[Provided data]
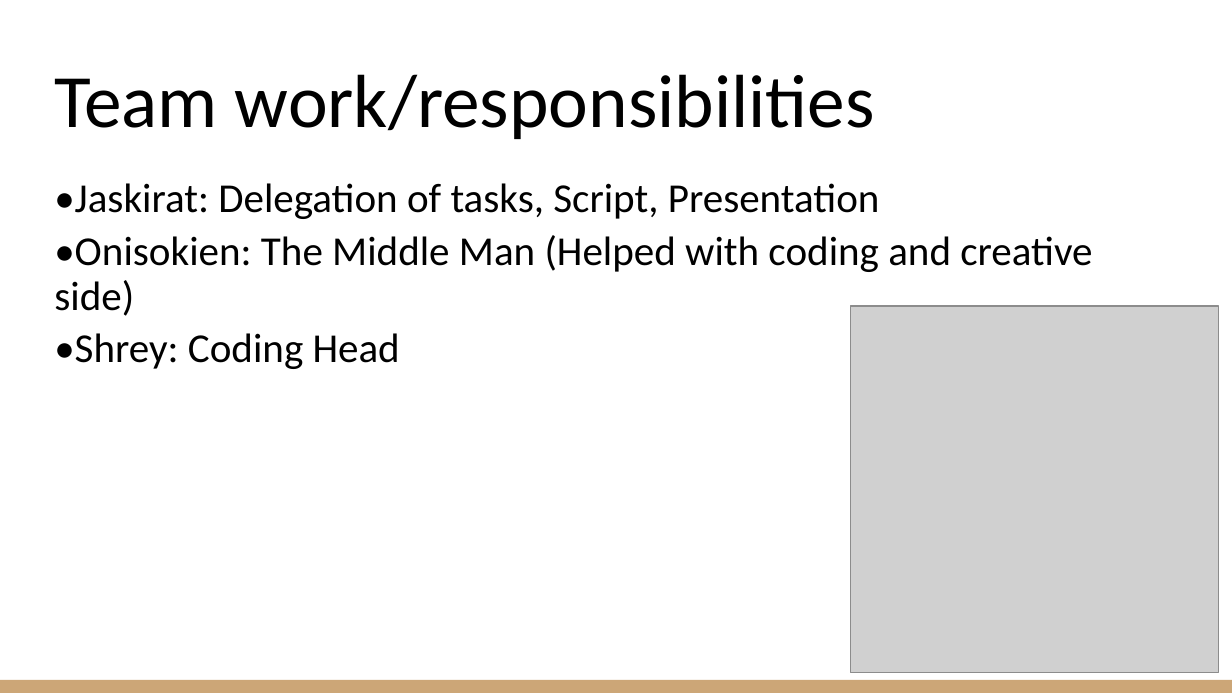
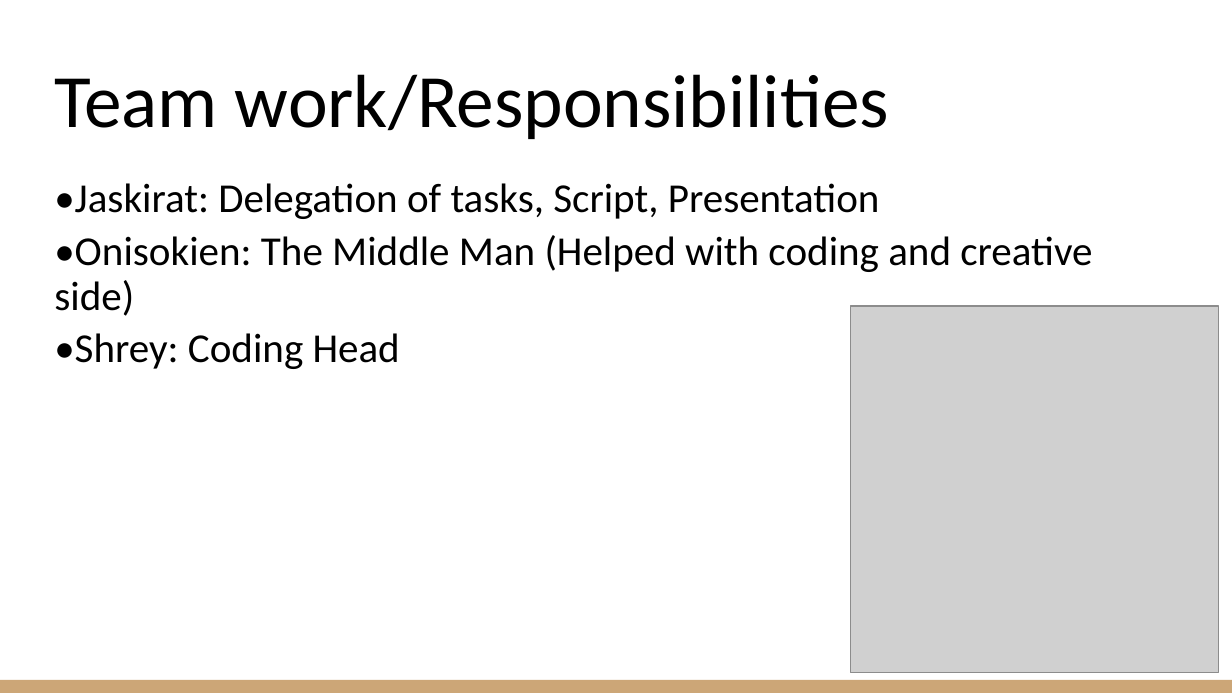
Before and after one commit to ayonoaduo/Hygge, a slide deck: slide 5 of MILESTONE 4/POWERPOINT/Milestone 4 Presentation.pptx. Drawn at 1232x693 pixels with LibreOffice and Linux fonts; fonts in the diff are those of the drawing; grey boxes stand for pictures. Boxes give left, top, right and bottom in pixels: in the first picture for what was removed or moved away, otherwise in the second. Text is boxed around its words. In the diff, an @@ line names an element or a change of style, - is before the commit and + after.

```diff
--- a/MILESTONE 4/POWERPOINT/Milestone 4 Presentation.pptx
+++ b/MILESTONE 4/POWERPOINT/Milestone 4 Presentation.pptx
@@ title at [54, 74, 889, 139]: text changed @@
-Team work/responsibilities
+Team work/Responsibilities
```
Also in this commit, not shown: 3 other slides changed.

[Exercise brief] The task requires that every line above be transcribed exactly, without the images.

[Answer area]
Before and after one commit to ayonoaduo/Hygge, a slide deck: slide 5 of MILESTONE 4/POWERPOINT/Milestone 4 Presentation.pptx. Drawn at 1232x693 pixels with LibreOffice and Linux fonts; fonts in the diff are those of the drawing; grey boxes stand for pictures. Boxes give left, top, right and bottom in pixels: in the first picture for what was removed or moved away, otherwise in the second. Text is boxed around its words. In the diff, an @@ line names an element or a change of style, - is before the commit and + after.

```diff
--- a/MILESTONE 4/POWERPOINT/Milestone 4 Presentation.pptx
+++ b/MILESTONE 4/POWERPOINT/Milestone 4 Presentation.pptx
@@ title at [54, 74, 889, 139]: text changed @@
-Team work/responsibilities
+Team work/Responsibilities
```
Also in this commit, not shown: 3 other slides changed.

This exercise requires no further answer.